While environmental impacts are harmful, the impacts towards local livelihoods, the economy, women and the government are also significant. The immediate economic impact of land acquisition through deforestation will most likely be felt by the local communities in Gabon. A number of local communities rely on the forests and the natural environment to carry out traditional activities such as fishing and hunting to sustain their livelihoods. These communities will continue to come under severe strain as a result of progressive deforestation. Economically, jobs are created, and income is generated for labourers. On its own plantations, Olam employs a number of locals and pays them comparatively more, thereby injecting money into the economy. This is however, below the per capita income in Gabon.
Further, the skills needed are very basic and there is no effort to improve the capabilities of the farm workers. Therefore, the quality of life in the long run does not improve drastically. Additionally, land acquisition was found to obstruct women from their daily tasks that involve access to forest lands as in many African countries. Women remain unemployed, and remain tasked with household duties, and therefore do not benefit from FDI in Gabon. In Ghana, for example, women have lost traditional sources of income through shea trees (used for making shea butter) that have been destroyed for agricultural investments. Similarly, loss of forests in Gabon could deprive women of cultural traditions. Compensation schemes typically do not take into account such losses to women’s livelihoods (Kachika, 2011).

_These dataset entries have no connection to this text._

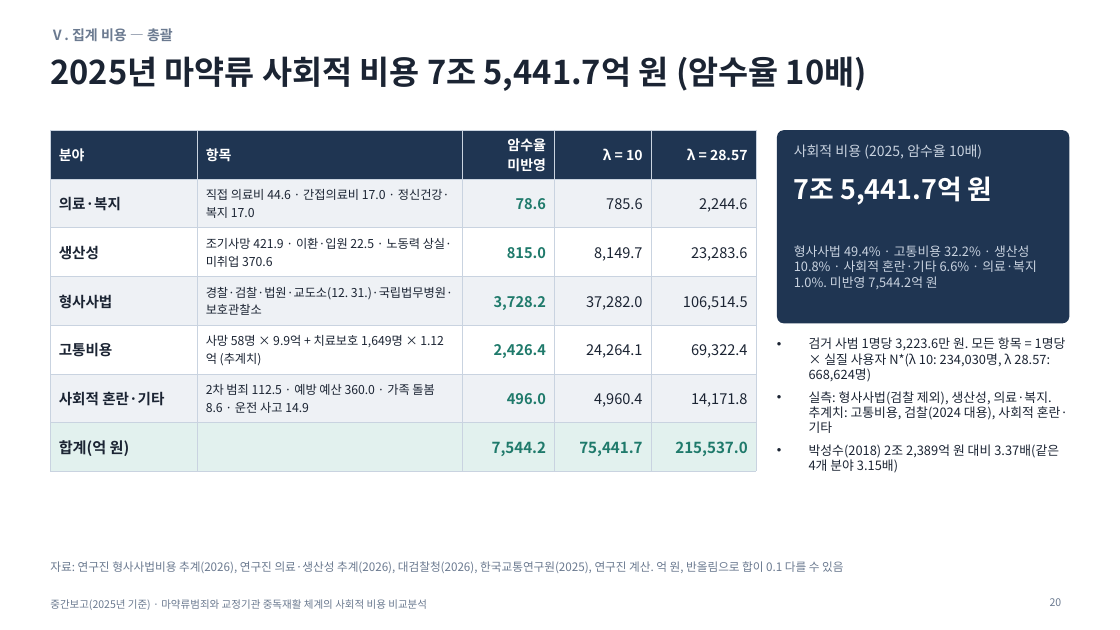
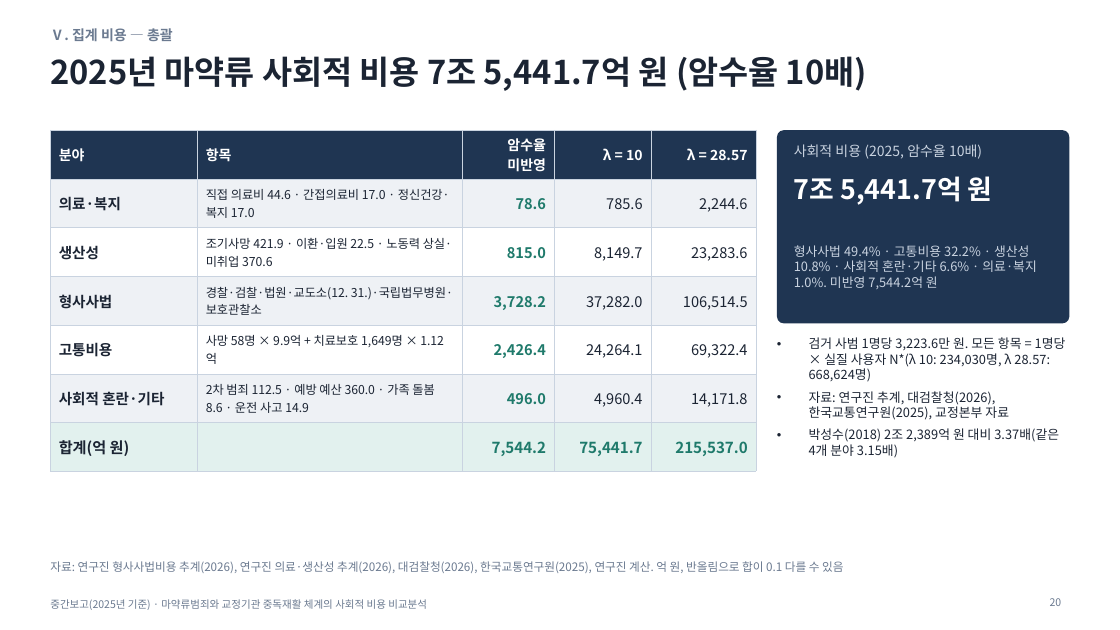
Before and after one commit to adminmrobo/drug-crime-social-cost, a slide deck: slide 20 of deliverables/2026-11-16_보고용/중간보고_마약류사회적비용_2025기준_보고용.pptx. Drawn at 1120x630 pixels with LibreOffice and Linux fonts; fonts in the diff are those of the drawing. Boxes give left, top, right and bottom in pixels: in the first picture for what was removed or moved away, otherwise in the second. Text is boxed around its words. In the diff, an @@ line names an element or a change of style, - is before the commit and + after.

Commit message:
보고용: 추계치·미확정 표현 삭제(엑셀 제외)

```diff
--- a/deliverables/2026-11-16_보고용/중간보고_마약류사회적비용_2025기준_보고용.pptx
+++ b/deliverables/2026-11-16_보고용/중간보고_마약류사회적비용_2025기준_보고용.pptx
@@ table at box(50, 130, 756, 460) @@
-row 5, column 2: 사망 58명 × 9.9억 + 치료보호 1,649명 × 1.12억 (추계치)
+row 5, column 2: 사망 58명 × 9.9억 + 치료보호 1,649명 × 1.12억
@@ text at box(809, 391, 1009, 420): text changed @@
-• 실측: 형사사법(검찰 제외), 생산성, 의료·복지. 추계치: 고통비용, 검찰(2024 대용), 사회적 혼란·기타
+• 자료: 연구진 추계, 대검찰청(2026), 한국교통연구원(2025), 교정본부 자료
```
Also in this commit, not shown: 14 other slides changed, 7 other files.

A significant weakness in Gabon’s model is the local laws and the level of protection provided to local communities. The laws are investor friendly and do little to protect the rights of their people. Their land rights are unprotected, and access to public land is prohibited once leased to an investor. In the long run, future investors could be using valuable land in a manner that puts local communities at risk.
The Gabon government’s investments and spending also are focussed towards supporting the needs of its foreign investors as opposed to the alleviation of poverty. As an example, infrastructure such as access roads to the plantations and mills have been built to benefit investors. While these benefit the country overall, they are not specifically built with the intention of alleviating poverty, to benefit locals. In order to truly eradicate poverty and improve equality, the government would have to re-examine and re-prioritize its investments in a manner that the rural population and local communities also benefit from improvements to their health, education and living standards. There must be an effort to help communities enhance their capabilities as part of this process.
The model has allowed the Government to generate income and an alternative to the country’s dependence on fuel. Therefore, Olam’s projects in Gabon are seen as a success by the external world. The political stability of Gabon, the resources available and a favourable legal framework make it attractive for investors to invest in similar projects. While this will lead to more monetary benefit for the Government, it will also increase the pressure on local communities and their livelihoods. This leaves those impacted more vulnerable to losing income, and therefore, further perpetuating a sense of inequality within a community.